Found this guy today at petsmart... sorry for the pic quality, just a few snapshots.


----------



## sparkyjoe (Feb 27, 2012)

Very pretty!


----------



## finnfinnfriend (Feb 3, 2012)

I like him! He's shiny...:-D


----------



## Moh4wk (Apr 2, 2012)

thanks, guys


----------



## Jessicatm137 (Mar 22, 2012)

Nice!


----------



## laoshun (Apr 3, 2012)

that's such a nice find!


----------



## Laki (Aug 24, 2011)

Wow! He's Awesome!! What's his color?? He's so pretty!


----------



## JBosley (Jan 28, 2012)

Jealous :shock:


----------



## LuckyBlue (Mar 26, 2012)

Very Pretty......... I'm telling myself " I'm not going to petco to look at fish" " I'm not going to petco to look at fish".......


----------



## betta lover1507 (Aug 6, 2011)

he is a beautiful boy


----------



## Moh4wk (Apr 2, 2012)

thanks very much guys!

Laki - thanks, the pics are pretty true, although he's got a lot of iridescent coloring as well. he's white/green with yellow fins and blue trim.


----------



## Raspberry Betta (Apr 12, 2012)

Wow!


----------



## Tikibirds (May 26, 2011)

I love the name


----------



## xShainax (Feb 11, 2012)

Moh4wk said:


> Found this guy today at petsmart... sorry for the pic quality, just a few snapshots.

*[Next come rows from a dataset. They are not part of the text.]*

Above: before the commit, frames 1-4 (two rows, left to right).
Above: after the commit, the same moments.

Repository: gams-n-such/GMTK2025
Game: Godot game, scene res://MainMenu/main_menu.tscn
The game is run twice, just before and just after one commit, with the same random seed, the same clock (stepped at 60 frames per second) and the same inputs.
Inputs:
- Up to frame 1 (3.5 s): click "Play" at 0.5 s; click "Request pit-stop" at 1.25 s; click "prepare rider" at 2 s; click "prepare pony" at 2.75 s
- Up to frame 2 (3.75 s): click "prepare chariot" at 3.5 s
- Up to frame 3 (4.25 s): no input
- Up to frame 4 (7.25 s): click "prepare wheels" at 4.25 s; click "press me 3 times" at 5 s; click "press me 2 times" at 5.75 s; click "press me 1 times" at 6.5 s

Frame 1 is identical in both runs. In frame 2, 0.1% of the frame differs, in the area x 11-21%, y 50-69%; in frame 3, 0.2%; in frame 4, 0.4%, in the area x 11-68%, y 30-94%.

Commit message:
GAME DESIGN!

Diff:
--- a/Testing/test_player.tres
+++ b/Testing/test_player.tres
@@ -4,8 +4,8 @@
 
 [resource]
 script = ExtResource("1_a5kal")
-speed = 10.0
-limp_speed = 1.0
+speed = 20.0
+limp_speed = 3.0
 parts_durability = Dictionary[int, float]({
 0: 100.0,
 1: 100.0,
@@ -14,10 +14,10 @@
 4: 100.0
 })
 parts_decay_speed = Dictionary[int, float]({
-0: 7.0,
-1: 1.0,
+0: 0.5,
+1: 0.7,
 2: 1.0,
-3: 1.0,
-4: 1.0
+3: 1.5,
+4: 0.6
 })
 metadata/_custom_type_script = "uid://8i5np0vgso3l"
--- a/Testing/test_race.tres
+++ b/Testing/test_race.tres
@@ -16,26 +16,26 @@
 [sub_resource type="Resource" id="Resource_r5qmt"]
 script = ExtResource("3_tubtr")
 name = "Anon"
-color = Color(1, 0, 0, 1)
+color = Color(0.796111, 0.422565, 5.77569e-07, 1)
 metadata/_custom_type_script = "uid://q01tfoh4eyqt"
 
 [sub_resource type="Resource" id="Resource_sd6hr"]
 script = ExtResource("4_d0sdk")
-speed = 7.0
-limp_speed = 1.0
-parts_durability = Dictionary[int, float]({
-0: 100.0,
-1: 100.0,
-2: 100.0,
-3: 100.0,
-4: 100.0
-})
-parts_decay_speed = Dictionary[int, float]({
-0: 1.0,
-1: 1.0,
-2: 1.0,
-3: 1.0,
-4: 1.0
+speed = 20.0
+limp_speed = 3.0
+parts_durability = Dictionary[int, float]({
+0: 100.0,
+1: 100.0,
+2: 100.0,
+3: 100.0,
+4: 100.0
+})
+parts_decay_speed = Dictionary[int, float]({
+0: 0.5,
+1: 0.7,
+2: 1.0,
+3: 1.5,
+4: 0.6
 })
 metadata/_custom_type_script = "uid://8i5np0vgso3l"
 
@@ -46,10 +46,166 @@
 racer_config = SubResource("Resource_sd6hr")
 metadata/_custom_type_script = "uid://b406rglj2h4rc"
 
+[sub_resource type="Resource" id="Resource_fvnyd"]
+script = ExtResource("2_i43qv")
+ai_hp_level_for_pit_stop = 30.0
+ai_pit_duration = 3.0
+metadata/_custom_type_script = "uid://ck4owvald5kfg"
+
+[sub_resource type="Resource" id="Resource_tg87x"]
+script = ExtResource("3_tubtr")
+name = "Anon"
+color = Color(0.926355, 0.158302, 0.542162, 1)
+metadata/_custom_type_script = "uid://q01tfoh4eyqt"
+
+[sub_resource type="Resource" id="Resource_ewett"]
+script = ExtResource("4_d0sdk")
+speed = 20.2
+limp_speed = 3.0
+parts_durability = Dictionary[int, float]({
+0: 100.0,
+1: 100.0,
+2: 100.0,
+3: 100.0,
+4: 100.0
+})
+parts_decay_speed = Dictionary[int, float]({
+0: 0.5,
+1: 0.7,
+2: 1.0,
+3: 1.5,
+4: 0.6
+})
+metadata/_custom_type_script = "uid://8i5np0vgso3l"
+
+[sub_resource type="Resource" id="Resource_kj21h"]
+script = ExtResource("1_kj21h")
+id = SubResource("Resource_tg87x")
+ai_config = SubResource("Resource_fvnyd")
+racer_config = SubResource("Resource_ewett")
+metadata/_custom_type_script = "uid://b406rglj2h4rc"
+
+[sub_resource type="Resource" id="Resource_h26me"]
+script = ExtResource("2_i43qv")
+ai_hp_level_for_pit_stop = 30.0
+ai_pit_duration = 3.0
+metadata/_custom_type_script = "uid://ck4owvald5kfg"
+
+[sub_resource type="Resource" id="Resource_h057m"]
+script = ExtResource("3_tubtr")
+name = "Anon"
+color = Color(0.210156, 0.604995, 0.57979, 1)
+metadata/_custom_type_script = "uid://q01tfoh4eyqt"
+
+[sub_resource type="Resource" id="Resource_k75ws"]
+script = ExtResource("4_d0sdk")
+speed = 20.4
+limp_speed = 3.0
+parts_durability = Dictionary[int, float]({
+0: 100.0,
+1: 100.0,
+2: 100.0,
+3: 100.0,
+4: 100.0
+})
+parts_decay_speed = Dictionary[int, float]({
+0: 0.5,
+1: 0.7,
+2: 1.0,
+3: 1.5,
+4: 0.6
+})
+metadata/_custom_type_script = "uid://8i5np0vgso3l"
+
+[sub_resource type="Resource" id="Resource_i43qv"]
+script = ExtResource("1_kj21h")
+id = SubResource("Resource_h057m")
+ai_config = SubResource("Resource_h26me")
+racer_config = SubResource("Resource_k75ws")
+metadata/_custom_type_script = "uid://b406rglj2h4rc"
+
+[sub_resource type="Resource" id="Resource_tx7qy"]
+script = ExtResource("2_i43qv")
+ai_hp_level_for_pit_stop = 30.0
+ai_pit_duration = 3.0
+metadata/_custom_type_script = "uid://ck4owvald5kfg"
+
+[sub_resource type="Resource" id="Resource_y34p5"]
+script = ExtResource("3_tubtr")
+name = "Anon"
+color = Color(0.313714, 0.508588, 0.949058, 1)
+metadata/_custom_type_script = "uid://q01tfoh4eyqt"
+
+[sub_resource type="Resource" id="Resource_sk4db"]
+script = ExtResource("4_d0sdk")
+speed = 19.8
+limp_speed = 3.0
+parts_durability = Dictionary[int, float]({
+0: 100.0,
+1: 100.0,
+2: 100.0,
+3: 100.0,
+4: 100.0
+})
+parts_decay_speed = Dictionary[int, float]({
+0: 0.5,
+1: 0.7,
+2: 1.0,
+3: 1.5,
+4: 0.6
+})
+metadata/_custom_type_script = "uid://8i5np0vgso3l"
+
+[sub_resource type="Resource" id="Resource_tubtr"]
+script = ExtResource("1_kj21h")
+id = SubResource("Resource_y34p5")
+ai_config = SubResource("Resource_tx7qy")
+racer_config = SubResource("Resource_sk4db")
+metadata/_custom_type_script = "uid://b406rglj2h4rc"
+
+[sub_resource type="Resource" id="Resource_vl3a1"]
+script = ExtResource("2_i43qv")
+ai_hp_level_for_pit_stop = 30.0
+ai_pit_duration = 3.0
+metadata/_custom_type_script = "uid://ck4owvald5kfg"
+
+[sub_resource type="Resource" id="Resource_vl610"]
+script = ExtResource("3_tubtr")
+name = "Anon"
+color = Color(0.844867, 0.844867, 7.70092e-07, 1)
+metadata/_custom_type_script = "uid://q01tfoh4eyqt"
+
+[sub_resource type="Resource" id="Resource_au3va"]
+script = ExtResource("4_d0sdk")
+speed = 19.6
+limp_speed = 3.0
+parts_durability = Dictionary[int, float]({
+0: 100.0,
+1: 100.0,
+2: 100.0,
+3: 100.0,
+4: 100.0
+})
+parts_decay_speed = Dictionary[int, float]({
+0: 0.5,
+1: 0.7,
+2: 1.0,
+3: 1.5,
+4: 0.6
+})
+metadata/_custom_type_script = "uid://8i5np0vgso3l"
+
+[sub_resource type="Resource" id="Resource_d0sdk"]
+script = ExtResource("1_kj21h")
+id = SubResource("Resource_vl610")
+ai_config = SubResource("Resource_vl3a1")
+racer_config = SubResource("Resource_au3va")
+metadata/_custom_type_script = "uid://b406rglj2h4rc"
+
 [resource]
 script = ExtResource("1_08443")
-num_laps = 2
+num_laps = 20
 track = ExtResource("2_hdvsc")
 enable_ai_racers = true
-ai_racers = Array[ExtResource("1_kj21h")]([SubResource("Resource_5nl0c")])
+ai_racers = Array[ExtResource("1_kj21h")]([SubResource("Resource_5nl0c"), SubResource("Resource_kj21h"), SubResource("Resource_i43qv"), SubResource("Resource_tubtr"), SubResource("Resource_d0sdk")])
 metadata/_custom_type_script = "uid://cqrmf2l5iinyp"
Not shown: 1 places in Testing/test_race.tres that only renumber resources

Found a beautiful little boy at Petsmart too. ^.^


----------



## Laki (Aug 24, 2011)

SO he might some form of mus..mus... mustardgas?!?!?!!?

wow, if dream bettas didn't just get more exciting. I want your fish! k thx bai.


----------



## a123andpoof (Apr 10, 2010)

wow! he is beautiful!


----------



## AquaNinJa (Apr 6, 2012)

He's FLAWLESS<3 I love his colors so much! What a fitting name


----------



## Moh4wk (Apr 2, 2012)

thanks guys  i've been seeing a lot of nice fish at the local petco and petsmart lately...dragon scales, kings, occasional MG's as well...selection seems to be expanding a lot, and the betta displays are larger and more emphasized than they used to be.


----------



## RedneckBettaGuru (Jan 15, 2012)

Nice, Im not usually into plakats much but this guy is really nice. I really like the yellow bettas and they point to to anal fin is neat too.


----------



## Karebear13 (Jan 23, 2012)

wow amazing! love the name too


----------



## lilyth88 (Mar 15, 2012)

Wow!


----------